Jewish persecutionI’ve read a lot of books about the Holocaust and personally visited places where these terrible events happened and are remembered or commemorated. And wept. I read Night just before Christmas and was horrified and moved and guilt-ridden and humbled all over again.

It’s a first hand account of Eliezer Wiesel‘s experiences (translated from the original French into English by his wife Marion), through the ghettos, deportation, the concentration camps – Birkenau, Auschwitz, Buna and Buchenwald – and eventual liberation. Elie was a teenager during the Hitler years.

Personal, poignant, honest, painful, it’s a slim volume – a mere 115 pages – but an immensely powerful story. As he says, eyes that have seen babies and children thrown into the flames, witnessed unimaginable humiliation and cruelty, seen young boys hung inexpertly, watched hundreds of men die of starvation or suffocation or cold or a bullet, can never forget. Their brains will for ever be deprived of sleep and rest.

Then and afterwards he just could not reconcile the barbarity he witnessed with life in the 1940s. ‘I could not believe that human beings were being burned in our times; the world would never tolerate such crimes.’ Even when the persecution began, when thousands were corralled and removed, the Jews themselves would not, could not, believe the ugly rumours of man’s inhumanity to man. It was inconceivable.

But gradually reality drove home, and the horrors shattered his strong faith. Standing in his ill-fitting prison garb, stinking of disinfectant, a bald, starving 14-year-old, he recalls realising he was forever changed:  ‘the student of the Talmud, the child I was, had been consumed by the flames. All that was left was the shape that resembled me. My soul had been invaded – and devoured – by a black flame.’

One can’t help but be moved by his desire to protect his father in spite of his ambivalence. He relates with impressive honesty his secret relief at the thought of being freed from filial responsibility; his enormous guilt about not intervening when his father was beaten brutally on his death bed. Bearing the shame for such thoughts and inaction for the rest of his life.

He doesn’t shrink from the question: Where was God? He has his own answers.

He was awarded the Nobel Peace Prize in 1986 and the committee’s statement called him a ‘messenger to mankind‘, rising above his struggle to come to terms with ‘his own personal experience of total humiliation and of the utter contempt for humanity shown in Hitler’s  death camps’, to deliver a powerful message ‘of peace, atonement and human dignity’. And indeed, Elie Weisel dedicated the rest of his life to ensuring the world did not forget its own capacity for evil. As he said in his acceptance speech:  ‘If we forget, we are guilty, we are accomplices.’ … ‘Human suffering anywhere concerns men and women everywhere.’ … ‘What all victims need above all is to know that they are not alone; that we are not forgetting them, that when their voices are stifled we shall lend them ours, that while their freedom depends on ours, the quality of our freedom depends on theirs.’

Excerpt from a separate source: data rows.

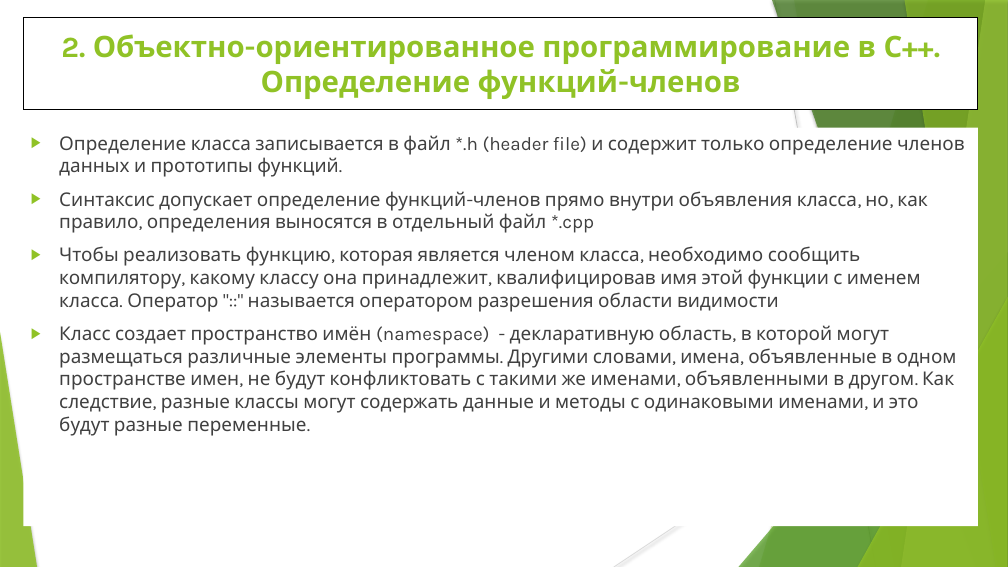
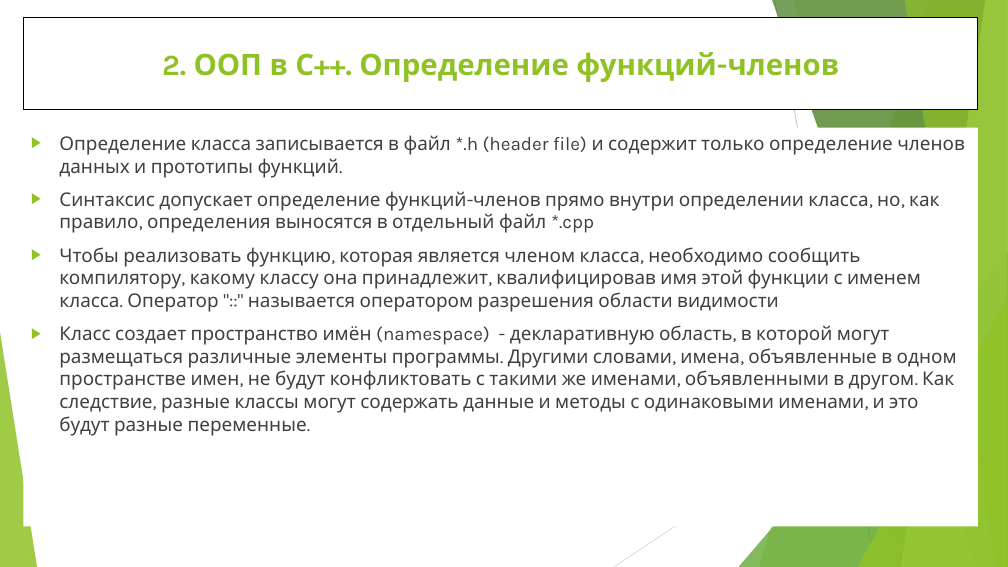
Before and after one commit to WhiteCatStudies/lectures, a slide deck: slide 20 of pt1/lectures/lecture1/lecture1.pptx. Drawn at 1008x567 pixels with LibreOffice and Linux fonts; fonts in the diff are those of the drawing. Boxes give left, top, right and bottom in pixels: in the first picture for what was removed or moved away, otherwise in the second. Text is boxed around its words. In the diff, an @@ line names an element or a change of style, - is before the commit and + after.

```diff
--- a/pt1/lectures/lecture1/lecture1.pptx
+++ b/pt1/lectures/lecture1/lecture1.pptx
@@ title "2. ООП в С++. Определение ..." at (23, 17, 979, 110): rectangle to title @@
@@ line (775, 0) - (876, 567): stroke #BFBFBF 0.74 pt to #BFBFBF 0.75 pt @@
@@ freeform shape at (794, 0, 1008, 567): shadow off; outline redrawn @@
@@ title at (162, 52, 840, 82): text changed @@
-2. Объектно-ориентированное программирование в С++. Определение функций-членов
+2. ООП в С++. Определение функций-членов
@@ text in rectangle at (59, 135, 965, 436): indent changed @@
@@ text in rectangle at (59, 191, 940, 233): text changed @@
-▶ Синтаксис допускает определение функций-членов прямо внутри объявления класса, но, как правило, определения выносятся в отдельный файл *.cpp
+▶ Синтаксис допускает определение функций-членов прямо внутри определении класса, но, как правило, определения выносятся в отдельный файл *.cpp
@@ shadow off in 6 elements at (759, 0, 1008, 567), (739, 252, 1008, 567), (772, 0, 1008, 567), (901, 0, 1008, 567), (904, 0, 1008, 567), (858, 297, 1008, 567) @@
@@ line (1008, 305) - (614, 567): stroke #D9D9D9 0.74 pt to #D9D9D9 0.75 pt @@
```
Also in this commit, not shown: 29 other slides changed, 1 slide added.

Stumbling stones in the pavement commemorating the Jews from that house who were deported and murdered

Stumbling stones in the pavement commemorating the Jews from that house who were deported and murdered

Challenging words for us all, the more powerful when they are spoken by a man who has himself lived through hell, who has never allowed himself to forget. Are we listening to the voices of victims today? Really listening. Remembering. Lending our voices to theirs. Or are we accomplices to evil?

As Oprah Winfrey said, this book ‘should be required reading for all humanity.’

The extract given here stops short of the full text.